How I built a gamified, infinite-scroll video installation for the TIAT "Slop Epistemologies" exhibition—and optimized heavy web media to run smoothly on a $15 single-board computer.
In David Foster Wallace’s Infinite Jest, "The Entertainment" is a film cartridge so fatally mesmerizing that anyone who watches it loses all desire to do anything else, eventually dying of starvation while locked to the screen.
For the TIAT (The Intersection of Art & Technology) "Slop Epistemologies" exhibition in San Francisco, I wanted to explore this concept through the lens of modern algorithmic content consumption. We live in an era of infinite short-form video slop—hyper-optimized feeds designed to bypass critical thinking and keep our attention spans permanently "cooked."
The result is BrainRot TV — The Entertainment: an interactive, physical art installation where gallery visitors step up to a monitor, grab a physical USB slide advancer, and voluntarily "LOCK IN" to an endless, deteriorating stream of curated video slop.

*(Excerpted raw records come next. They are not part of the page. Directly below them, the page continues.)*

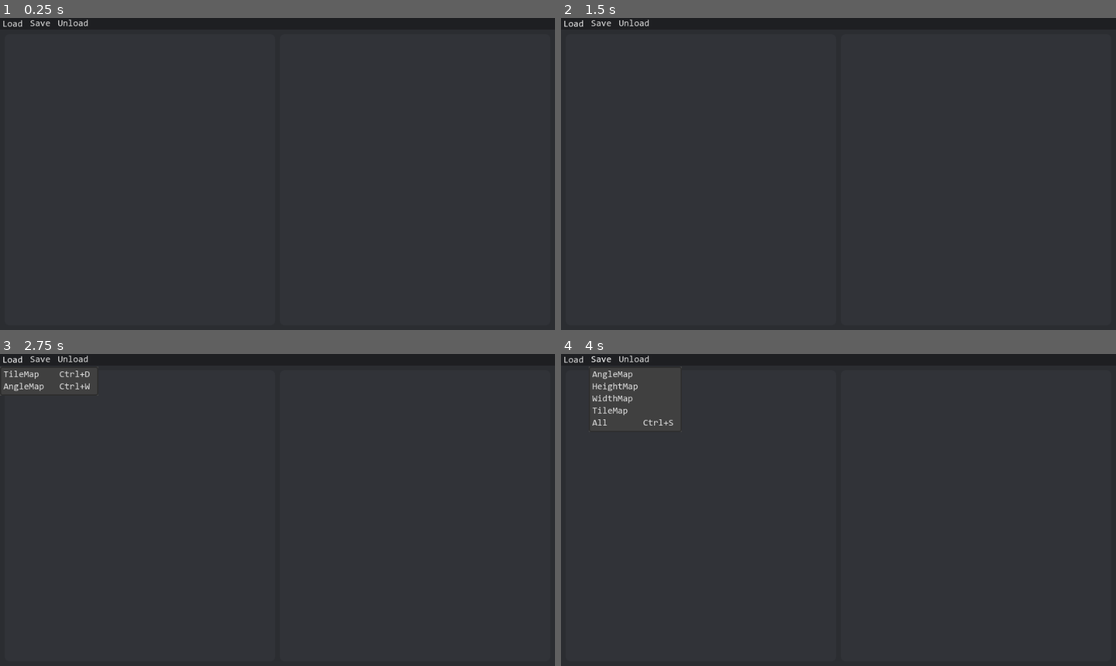
Above: before the commit, frames 1-4 (two rows, left to right).
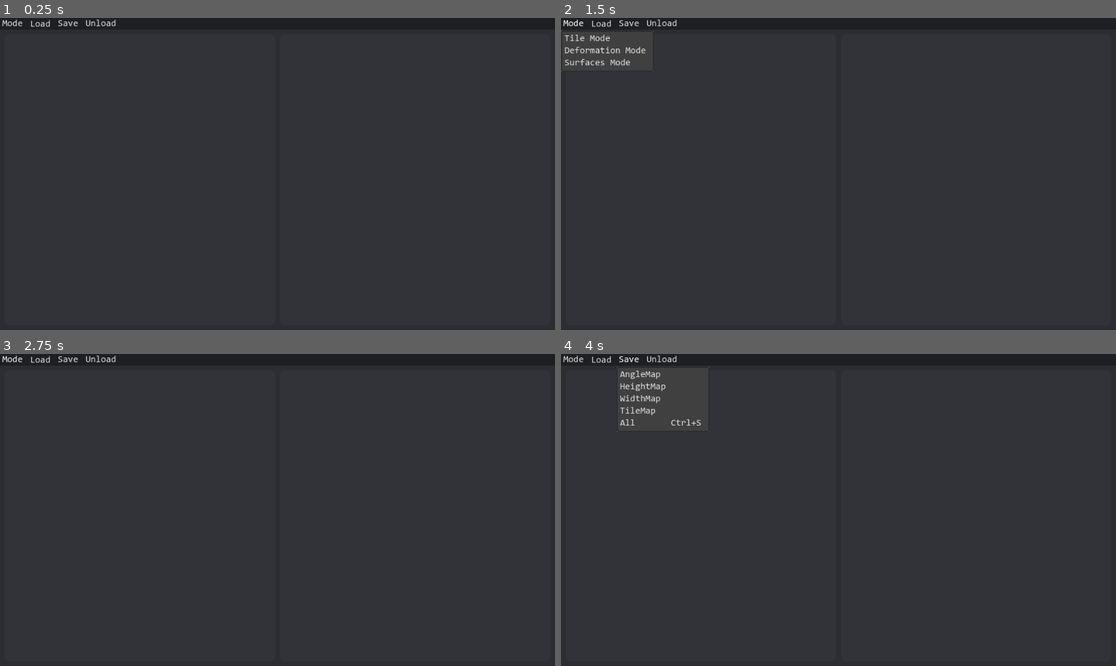
Above: after the commit, the same moments.

Repository: MichaelGallinago/OrbinautEditor
Game: Godot game, scene res://CollisionEditorMainWindow.tscn
Two runs of this game, one before a commit and one after it. Both use one fixed random seed, a clock stepped at 60 frames per second and the inputs below.
Inputs (mouse positions are in pixels of both pictures, inside the frame that each line leads up to):
- Up to frame 1 (0.25 s): no input
- Up to frame 2 (1.5 s): click "Load" at 0.5 s; click (572, 24) at 1.25 s, where only the run after the commit has a clickable "Mode"
- Up to frame 3 (2.75 s): click (11, 360) at 2 s, where only the run after the commit has a clickable "Mode"
- Up to frame 4 (4 s): click (572, 360) at 2.75 s, where only the run after the commit has a clickable "Mode"; click "Save" at 3.5 s

The runs differ from the first frame. In frame 1, 0.2% of the frame differs, in the area x 0-21%, y 0-3%; in frame 2, 0.6%; in frame 3, 0.5%; in frame 4, 1.0%, in the area x 0-27%, y 0-25%.

Commit message:
Menu Beta

Diff:
--- a/CollisionEditorMainWindow.tscn
+++ b/CollisionEditorMainWindow.tscn
@@ -53,6 +53,17 @@
 anchor_bottom = 1.0
 grow_horizontal = 2
 grow_vertical = 2
+
+[node name="MenuButton4" type="MenuButton" parent="VBoxContainer2/HBoxContainer/TextureRect2/HBoxContainer"]
+layout_mode = 2
+text = "Mode"
+item_count = 3
+popup/item_0/text = "Tile Mode"
+popup/item_0/id = 0
+popup/item_1/text = "Deformation Mode"
+popup/item_1/id = 1
+popup/item_2/text = "Surfaces Mode"
+popup/item_2/id = 2
 
 [node name="MenuButton" type="MenuButton" parent="VBoxContainer2/HBoxContainer/TextureRect2/HBoxContainer"]
 layout_mode = 2
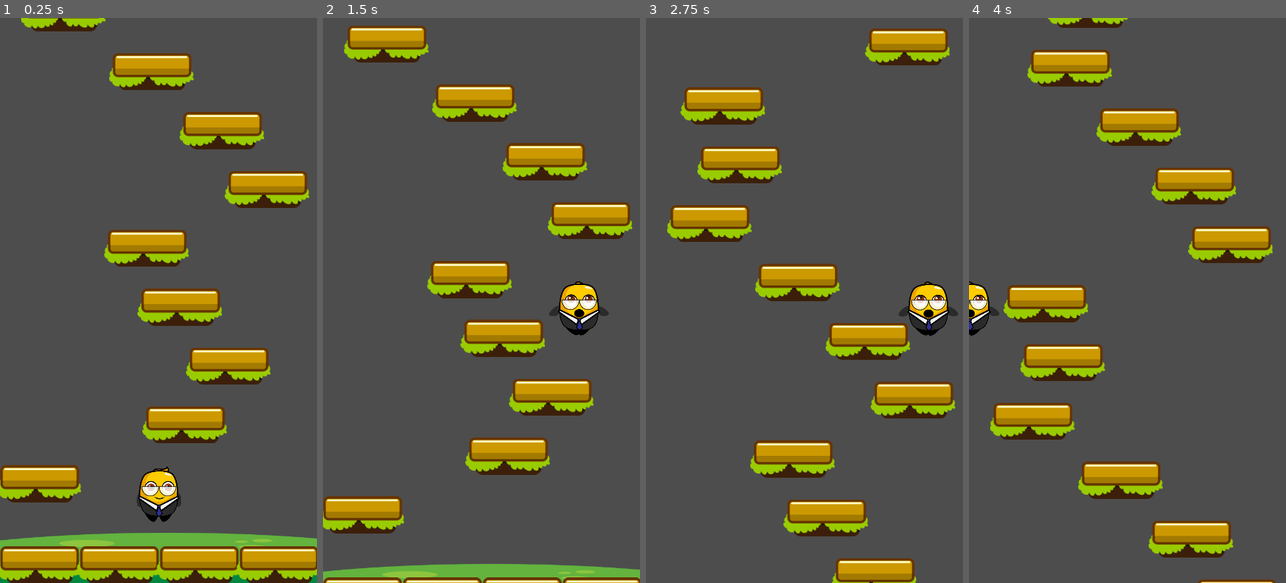
Above: before the commit, frames 1-4 (left to right).
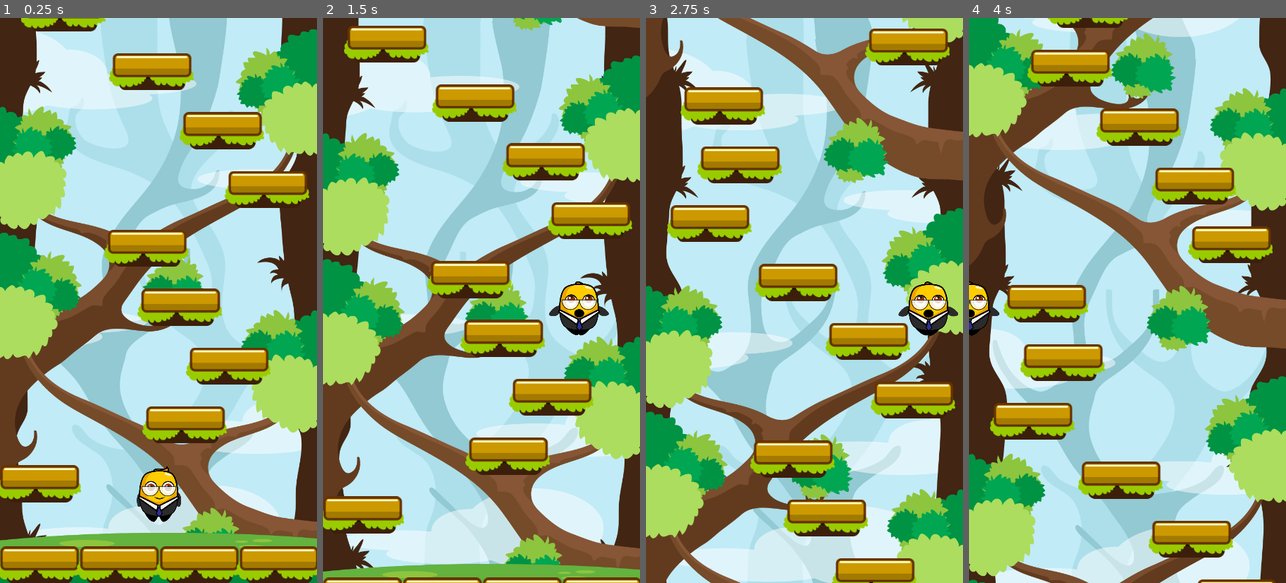
Above: after the commit, the same moments.

Repository: BlurryGames/JumperJam
Game: Godot game, scene res://scenes/main.tscn
The game is run twice, just before and just after one commit, with the same random seed, the same clock (stepped at 60 frames per second) and the same inputs. The project has no main scene, so this scene is started directly.
Inputs:
- Up to frame 1 (0.25 s): no input
- Up to frame 2 (1.5 s): hold D (MoveRight) 0.53-1.28 s; hold A (MoveLeft) from 1.28 s (still down)
- Up to frame 3 (2.75 s): release A (MoveLeft) at 2.03 s; hold D (MoveRight) from 2.03 s (still down)
- Up to frame 4 (4 s): release D (MoveRight) at 3.53 s; hold A (MoveLeft) from 3.53 s (still down)

The runs differ from the first frame. In frame 1, 77% of the frame differs, in the area x 0-100%, y 0-93%; in frame 2, 82%; in frame 3, 84%; in frame 4, 85%, in the area x 0-100%, y 0-100%.

Commit message:
Section2: Mobile Gameplay / Lesson19: Parallax Background

Diff:
--- a/scenes/game.tscn
+++ b/scenes/game.tscn
@@ -1,8 +1,11 @@
-[gd_scene load_steps=4 format=3 uid="uid://djmcubpe1s0jg"]
+[gd_scene load_steps=7 format=3 uid="uid://djmcubpe1s0jg"]
 
 [ext_resource type="Script" path="res://Scripts/Game.gd" id="1_q20c5"]
 [ext_resource type="PackedScene" uid="uid://bmqbir5rg4ctk" path="res://scenes/level_generator.tscn" id="3_fq21a"]
 [ext_resource type="Texture2D" uid="uid://lptcqg11id48" path="res://assets/textures/bg/Ground.png" id="3_hveuc"]
+[ext_resource type="Texture2D" uid="uid://chij28okvv4mp" path="res://assets/textures/bg/Layer1.png" id="4_5serr"]
+[ext_resource type="Texture2D" uid="uid://bnn7of2b40di3" path="res://assets/textures/bg/Layer2.png" id="5_qqi1m"]
+[ext_resource type="Texture2D" uid="uid://b0htn14fov28o" path="res://assets/textures/bg/Layer3.png" id="6_00m6l"]
 
 [node name="Game" type="Node2D"]
 script = ExtResource("1_q20c5")
@@ -14,3 +17,32 @@
 scale = Vector2(1, 0.7)
 texture = ExtResource("3_hveuc")
 offset = Vector2(0, -61)
+
+[node name="ParallaxBackground" type="ParallaxBackground" parent="."]
+
+[node name="ParallaxLayer" type="ParallaxLayer" parent="ParallaxBackground"]
+motion_scale = Vector2(0.1, 0.1)
+motion_mirroring = Vector2(0, 1935)
+
+[node name="Sprite2D" type="Sprite2D" parent="ParallaxBackground/ParallaxLayer"]
+scale = Vector2(0.675, 0.675)
+texture = ExtResource("4_5serr")
+centered = false
+
+[node name="ParallaxLayer2" type="ParallaxLayer" parent="ParallaxBackground"]
+motion_scale = Vector2(0.5, 0.5)
+motion_mirroring = Vector2(0, 1935)
+
+[node name="Sprite2D" type="Sprite2D" parent="ParallaxBackground/ParallaxLayer2"]
+scale = Vector2(0.675, 0.675)
+texture = ExtResource("5_qqi1m")
+centered = false
+
+[node name="ParallaxLayer3" type="ParallaxLayer" parent="ParallaxBackground"]
+motion_scale = Vector2(0.85, 0.85)
+motion_mirroring = Vector2(0, 1935)
+
+[node name="Sprite2D" type="Sprite2D" parent="ParallaxBackground/ParallaxLayer3"]
+scale = Vector2(0.675, 0.675)
+texture = ExtResource("6_00m6l")
+centered = false

While the conceptual premise is artistic, bringing it to life required solving fascinating full-stack and embedded systems engineering challenges. I had to build a responsive, immersive web application capable of playing endless video feeds, generating procedural audio, and tracking gamified psychological decay—all running flawlessly on a low-end Orange Pi Zero connected to a 640×480 CRT-style display.